(What this task involves) Only the images are to be dropped; the records themselves must be repeated exactly.

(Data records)
══════

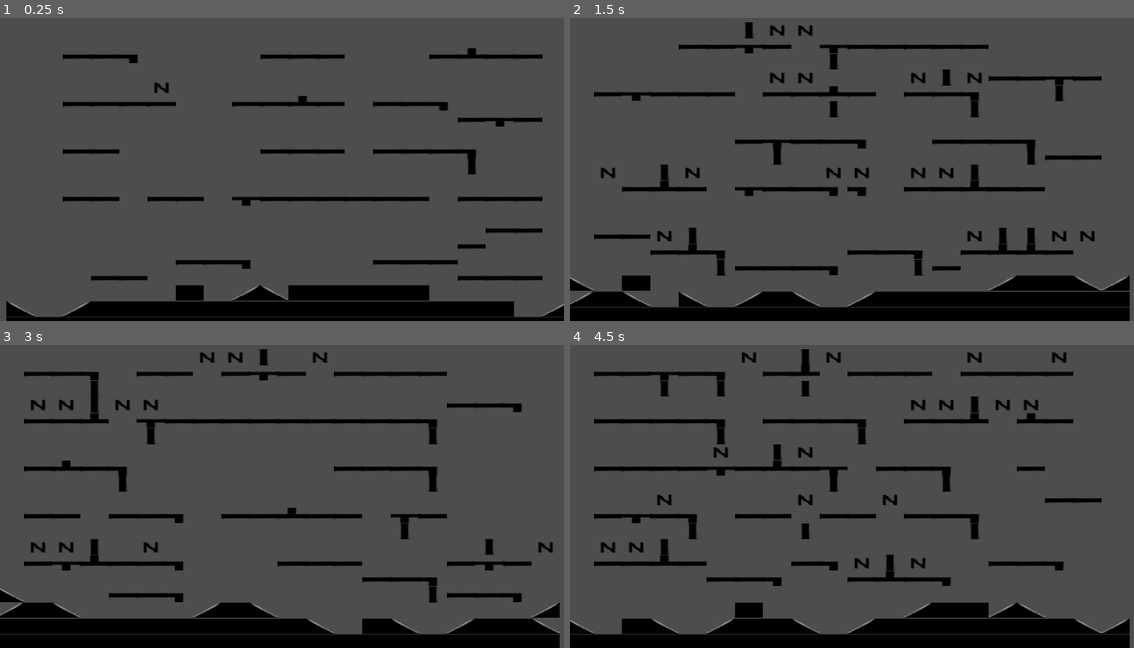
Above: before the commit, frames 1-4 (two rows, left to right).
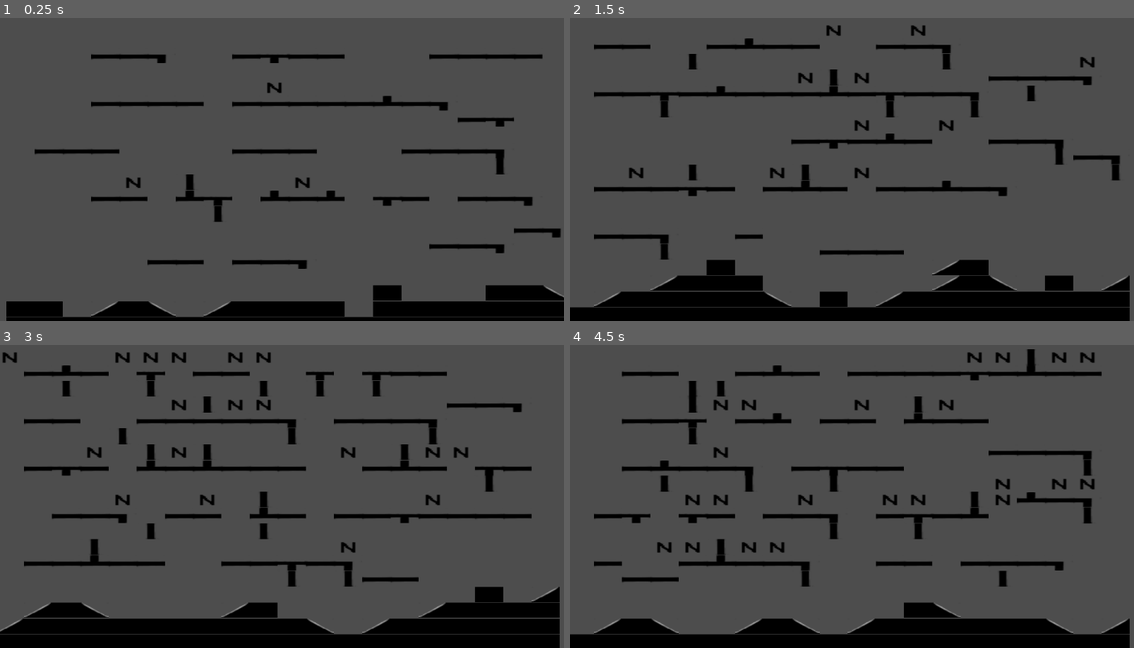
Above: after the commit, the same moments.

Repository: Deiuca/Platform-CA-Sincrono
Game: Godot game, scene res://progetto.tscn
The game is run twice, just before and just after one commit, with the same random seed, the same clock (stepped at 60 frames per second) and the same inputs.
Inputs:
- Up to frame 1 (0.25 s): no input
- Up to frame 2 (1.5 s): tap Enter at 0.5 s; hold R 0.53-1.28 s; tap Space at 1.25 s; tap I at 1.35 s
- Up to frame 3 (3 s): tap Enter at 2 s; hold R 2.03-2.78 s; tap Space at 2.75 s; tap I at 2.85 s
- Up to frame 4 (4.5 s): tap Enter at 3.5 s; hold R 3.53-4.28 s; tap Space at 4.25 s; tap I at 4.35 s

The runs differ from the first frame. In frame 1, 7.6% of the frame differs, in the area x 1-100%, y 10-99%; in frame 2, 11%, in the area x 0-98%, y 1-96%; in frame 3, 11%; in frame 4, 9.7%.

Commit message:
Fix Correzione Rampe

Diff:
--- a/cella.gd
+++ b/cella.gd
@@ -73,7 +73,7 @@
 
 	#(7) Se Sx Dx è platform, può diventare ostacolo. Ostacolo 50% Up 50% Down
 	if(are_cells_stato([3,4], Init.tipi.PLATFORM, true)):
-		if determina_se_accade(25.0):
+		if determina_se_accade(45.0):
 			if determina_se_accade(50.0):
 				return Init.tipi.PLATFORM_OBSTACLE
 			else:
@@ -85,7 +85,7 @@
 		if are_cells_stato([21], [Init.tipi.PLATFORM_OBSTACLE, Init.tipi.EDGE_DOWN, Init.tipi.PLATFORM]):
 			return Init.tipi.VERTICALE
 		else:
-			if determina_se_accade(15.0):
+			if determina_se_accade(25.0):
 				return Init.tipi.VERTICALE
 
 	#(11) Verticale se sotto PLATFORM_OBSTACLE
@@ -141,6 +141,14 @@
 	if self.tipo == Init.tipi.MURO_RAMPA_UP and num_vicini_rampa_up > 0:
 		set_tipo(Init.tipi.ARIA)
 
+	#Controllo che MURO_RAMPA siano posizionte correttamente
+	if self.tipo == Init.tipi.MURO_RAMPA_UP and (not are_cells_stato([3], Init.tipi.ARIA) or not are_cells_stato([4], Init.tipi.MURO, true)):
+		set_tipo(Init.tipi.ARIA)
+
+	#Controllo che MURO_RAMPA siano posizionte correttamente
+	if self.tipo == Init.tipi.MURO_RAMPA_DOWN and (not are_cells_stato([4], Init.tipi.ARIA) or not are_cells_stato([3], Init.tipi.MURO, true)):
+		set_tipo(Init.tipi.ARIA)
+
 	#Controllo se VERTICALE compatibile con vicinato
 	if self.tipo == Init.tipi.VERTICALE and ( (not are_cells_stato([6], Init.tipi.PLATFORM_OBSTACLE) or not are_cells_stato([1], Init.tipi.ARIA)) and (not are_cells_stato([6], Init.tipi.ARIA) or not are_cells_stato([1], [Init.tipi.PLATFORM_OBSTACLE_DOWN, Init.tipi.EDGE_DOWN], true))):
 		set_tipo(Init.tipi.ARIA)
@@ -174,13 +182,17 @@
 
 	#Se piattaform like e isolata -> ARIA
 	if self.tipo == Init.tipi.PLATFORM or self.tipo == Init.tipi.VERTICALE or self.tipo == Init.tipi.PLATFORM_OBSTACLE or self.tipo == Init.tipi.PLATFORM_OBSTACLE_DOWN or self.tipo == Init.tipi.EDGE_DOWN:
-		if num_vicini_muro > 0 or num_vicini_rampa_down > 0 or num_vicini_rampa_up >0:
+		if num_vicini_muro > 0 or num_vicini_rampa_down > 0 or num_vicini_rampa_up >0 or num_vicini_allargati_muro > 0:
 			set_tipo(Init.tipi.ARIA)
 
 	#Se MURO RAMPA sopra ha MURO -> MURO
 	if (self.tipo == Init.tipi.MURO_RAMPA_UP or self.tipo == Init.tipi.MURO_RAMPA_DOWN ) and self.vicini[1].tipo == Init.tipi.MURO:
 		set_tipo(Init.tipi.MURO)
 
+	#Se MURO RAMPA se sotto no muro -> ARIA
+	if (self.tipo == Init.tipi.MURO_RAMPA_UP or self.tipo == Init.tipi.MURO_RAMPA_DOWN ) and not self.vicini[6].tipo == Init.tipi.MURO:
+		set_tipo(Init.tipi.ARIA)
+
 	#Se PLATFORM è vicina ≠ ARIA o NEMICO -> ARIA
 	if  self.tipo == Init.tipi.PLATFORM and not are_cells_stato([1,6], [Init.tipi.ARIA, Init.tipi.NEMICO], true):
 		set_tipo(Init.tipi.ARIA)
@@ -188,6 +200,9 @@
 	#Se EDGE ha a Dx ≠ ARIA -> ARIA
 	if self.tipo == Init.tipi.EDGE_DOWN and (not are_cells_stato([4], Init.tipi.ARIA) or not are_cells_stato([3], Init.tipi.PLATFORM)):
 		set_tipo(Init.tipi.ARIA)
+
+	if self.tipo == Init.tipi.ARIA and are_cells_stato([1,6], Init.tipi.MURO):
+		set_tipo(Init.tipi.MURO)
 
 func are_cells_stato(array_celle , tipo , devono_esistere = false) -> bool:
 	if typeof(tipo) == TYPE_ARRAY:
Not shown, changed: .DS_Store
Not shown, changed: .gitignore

══════

(Written answer)
Above: before the commit, frames 1-4 (two rows, left to right).
Above: after the commit, the same moments.

Repository: Deiuca/Platform-CA-Sincrono
Game: Godot game, scene res://progetto.tscn
The game is run twice, just before and just after one commit, with the same random seed, the same clock (stepped at 60 frames per second) and the same inputs.
Inputs:
- Up to frame 1 (0.25 s): no input
- Up to frame 2 (1.5 s): tap Enter at 0.5 s; hold R 0.53-1.28 s; tap Space at 1.25 s; tap I at 1.35 s
- Up to frame 3 (3 s): tap Enter at 2 s; hold R 2.03-2.78 s; tap Space at 2.75 s; tap I at 2.85 s
- Up to frame 4 (4.5 s): tap Enter at 3.5 s; hold R 3.53-4.28 s; tap Space at 4.25 s; tap I at 4.35 s

The runs differ from the first frame. In frame 1, 7.6% of the frame differs, in the area x 1-100%, y 10-99%; in frame 2, 11%, in the area x 0-98%, y 1-96%; in frame 3, 11%; in frame 4, 9.7%.

Commit message:
Fix Correzione Rampe

Diff:
--- a/cella.gd
+++ b/cella.gd
@@ -73,7 +73,7 @@
 
 	#(7) Se Sx Dx è platform, può diventare ostacolo. Ostacolo 50% Up 50% Down
 	if(are_cells_stato([3,4], Init.tipi.PLATFORM, true)):
-		if determina_se_accade(25.0):
+		if determina_se_accade(45.0):
 			if determina_se_accade(50.0):
 				return Init.tipi.PLATFORM_OBSTACLE
 			else:
@@ -85,7 +85,7 @@
 		if are_cells_stato([21], [Init.tipi.PLATFORM_OBSTACLE, Init.tipi.EDGE_DOWN, Init.tipi.PLATFORM]):
 			return Init.tipi.VERTICALE
 		else:
-			if determina_se_accade(15.0):
+			if determina_se_accade(25.0):
 				return Init.tipi.VERTICALE
 
 	#(11) Verticale se sotto PLATFORM_OBSTACLE
@@ -141,6 +141,14 @@
 	if self.tipo == Init.tipi.MURO_RAMPA_UP and num_vicini_rampa_up > 0:
 		set_tipo(Init.tipi.ARIA)
 
+	#Controllo che MURO_RAMPA siano posizionte correttamente
+	if self.tipo == Init.tipi.MURO_RAMPA_UP and (not are_cells_stato([3], Init.tipi.ARIA) or not are_cells_stato([4], Init.tipi.MURO, true)):
+		set_tipo(Init.tipi.ARIA)
+
+	#Controllo che MURO_RAMPA siano posizionte correttamente
+	if self.tipo == Init.tipi.MURO_RAMPA_DOWN and (not are_cells_stato([4], Init.tipi.ARIA) or not are_cells_stato([3], Init.tipi.MURO, true)):
+		set_tipo(Init.tipi.ARIA)
+
 	#Controllo se VERTICALE compatibile con vicinato
 	if self.tipo == Init.tipi.VERTICALE and ( (not are_cells_stato([6], Init.tipi.PLATFORM_OBSTACLE) or not are_cells_stato([1], Init.tipi.ARIA)) and (not are_cells_stato([6], Init.tipi.ARIA) or not are_cells_stato([1], [Init.tipi.PLATFORM_OBSTACLE_DOWN, Init.tipi.EDGE_DOWN], true))):
 		set_tipo(Init.tipi.ARIA)
@@ -174,13 +182,17 @@
 
 	#Se piattaform like e isolata -> ARIA
 	if self.tipo == Init.tipi.PLATFORM or self.tipo == Init.tipi.VERTICALE or self.tipo == Init.tipi.PLATFORM_OBSTACLE or self.tipo == Init.tipi.PLATFORM_OBSTACLE_DOWN or self.tipo == Init.tipi.EDGE_DOWN:
-		if num_vicini_muro > 0 or num_vicini_rampa_down > 0 or num_vicini_rampa_up >0:
+		if num_vicini_muro > 0 or num_vicini_rampa_down > 0 or num_vicini_rampa_up >0 or num_vicini_allargati_muro > 0:
 			set_tipo(Init.tipi.ARIA)
 
 	#Se MURO RAMPA sopra ha MURO -> MURO
 	if (self.tipo == Init.tipi.MURO_RAMPA_UP or self.tipo == Init.tipi.MURO_RAMPA_DOWN ) and self.vicini[1].tipo == Init.tipi.MURO:
 		set_tipo(Init.tipi.MURO)
 
+	#Se MURO RAMPA se sotto no muro -> ARIA
+	if (self.tipo == Init.tipi.MURO_RAMPA_UP or self.tipo == Init.tipi.MURO_RAMPA_DOWN ) and not self.vicini[6].tipo == Init.tipi.MURO:
+		set_tipo(Init.tipi.ARIA)
+
 	#Se PLATFORM è vicina ≠ ARIA o NEMICO -> ARIA
 	if  self.tipo == Init.tipi.PLATFORM and not are_cells_stato([1,6], [Init.tipi.ARIA, Init.tipi.NEMICO], true):
 		set_tipo(Init.tipi.ARIA)
@@ -188,6 +200,9 @@
 	#Se EDGE ha a Dx ≠ ARIA -> ARIA
 	if self.tipo == Init.tipi.EDGE_DOWN and (not are_cells_stato([4], Init.tipi.ARIA) or not are_cells_stato([3], Init.tipi.PLATFORM)):
 		set_tipo(Init.tipi.ARIA)
+
+	if self.tipo == Init.tipi.ARIA and are_cells_stato([1,6], Init.tipi.MURO):
+		set_tipo(Init.tipi.MURO)
 
 func are_cells_stato(array_celle , tipo , devono_esistere = false) -> bool:
 	if typeof(tipo) == TYPE_ARRAY:
Not shown, changed: .DS_Store
Not shown, changed: .gitignore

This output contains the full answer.